Reads all text files (*.txt) in the specified folder and prints the named entities contained in the file

Call with groovy pipeline <inputfolder> <language>, e.g. pipeline input en.

Mind that using . as the input folder is currently not supported.
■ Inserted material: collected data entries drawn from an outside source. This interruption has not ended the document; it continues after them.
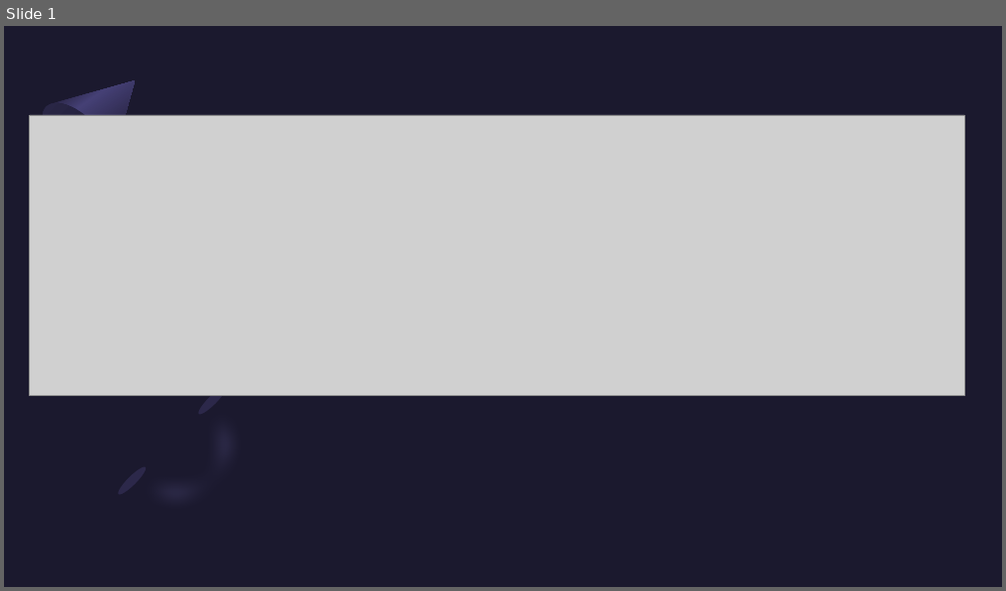
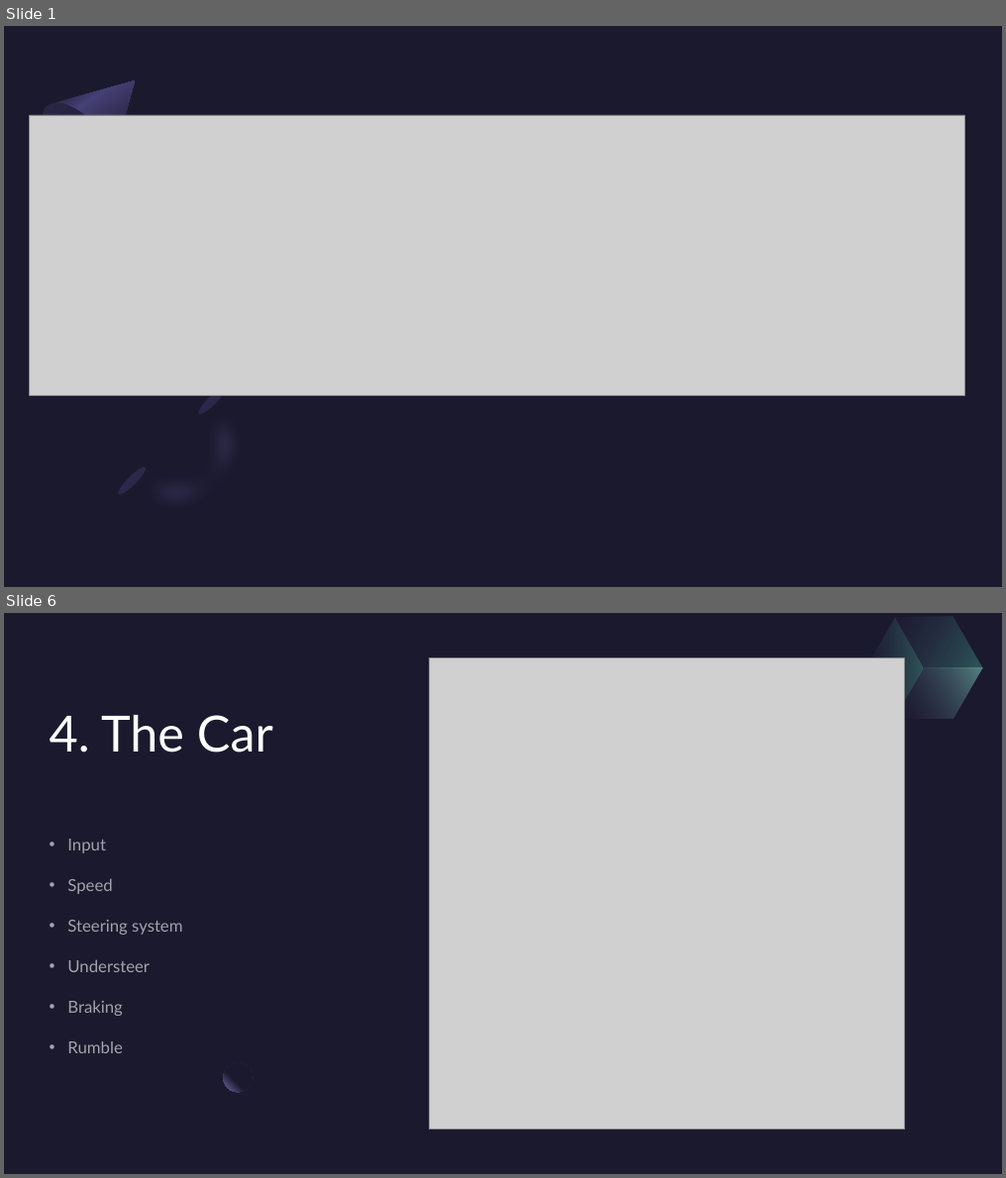
Before and after one commit to TygoB-B5/GTRacing_Pro, a slide deck: Presentatie GTRacingPro.pptx. Shown one above the other, each under a label of ours: slide 1 before the commit, slides 1 and 6 after it; the slides between them are not shown. The pictures are 1006x591 and 1006x1178 pixels, drawn with LibreOffice and Linux fonts; fonts in the diff are those of the drawing; grey boxes stand for pictures. Boxes give left, top, right and bottom in pixels: in the first picture for what was removed or moved away, otherwise in the second. Text is boxed around its words. In the diff, an @@ line names an element or a change of style, - is before the commit and + after.

```diff
--- a/Presentatie GTRacingPro.pptx
+++ b/Presentatie GTRacingPro.pptx
@@ slide 6 added at (4, 613, 1002, 1174), background #1B192E @@
@@ rectangle added at (4, 613, 1002, 1174), fill #1B192E @@
@@ freeform shape added at (850, 618, 939, 719), fill gradient #2C284A to #5BEFC1 @@
@@ freeform shape added at (880, 613, 998, 694), fill gradient #2C284A to #5BEFC1 @@
@@ picture added at (430, 658, 905, 1130) @@
@@ freeform shape added at (894, 643, 983, 745), fill gradient #2C284A to #92F4D6 @@
@@ title added at (50, 715, 273, 753), 48 pt, text #FFFFFF @@
+4. The Car
@@ text added at (67, 839, 182, 1054), 16 pt, text #FFFFFF at 60% opacity @@
+• Input
+• Speed
+• Steering system
+• Understeer
+• Braking
+• Rumble
@@ ellipse added at (224, 1062, 252, 1092), fill gradient #1B192E to #7771B2 @@
```
Also in this commit, not shown: 5 slides changed, 32 other files.

@Grab(group='de.tudarmstadt.ukp.dkpro.core', 
      module='de.tudarmstadt.ukp.dkpro.core.io.text-asl', 
      version='1.8.0')
@Grab(group='de.tudarmstadt.ukp.dkpro.core', 
      module='de.tudarmstadt.ukp.dkpro.core.opennlp-asl', 
      version='1.8.0')
import static org.apache.uima.fit.pipeline.SimplePipeline.*;
import static org.apache.uima.fit.util.JCasUtil.*;
import static org.apache.uima.fit.factory.CollectionReaderFactory.*;
import static org.apache.uima.fit.factory.AnalysisEngineFactory.*;

import de.tudarmstadt.ukp.dkpro.core.io.text.*;
import de.tudarmstadt.ukp.dkpro.core.opennlp.*;
import de.tudarmstadt.ukp.dkpro.core.api.ner.type.*;
import de.tudarmstadt.ukp.dkpro.core.api.metadata.type.*;

// Assemble and run pipeline
def pipeline = iteratePipeline(
  createReaderDescription(TextReader,
    TextReader.PARAM_PATH, args[0],     //first command line parameter
    TextReader.PARAM_LANGUAGE, args[1], //second command line parameter
    TextReader.PARAM_PATTERNS, "[+]*.txt"),
  createEngineDescription(OpenNlpSegmenter),
  createEngineDescription(OpenNlpNamedEntityRecognizer, "modelVariant", "person"),
  createEngineDescription(OpenNlpNamedEntityRecognizer, "modelVariant", "organization"),
  createEngineDescription(OpenNlpNamedEntityRecognizer, "modelVariant", "location"));

for (def document : pipeline) {
  def dmd = DocumentMetaData.get(document);
  println "${dmd.documentUri}:";
  for (def ne : select(document, NamedEntity)) {
    println "  ${ne.coveredText}";
  }
} 

Example inpu example.txt:

John Miller works at the IBM headquarters in the United States.

Example output:

file:/Users/john/example.txt:
  John Miller
  IBM
  United States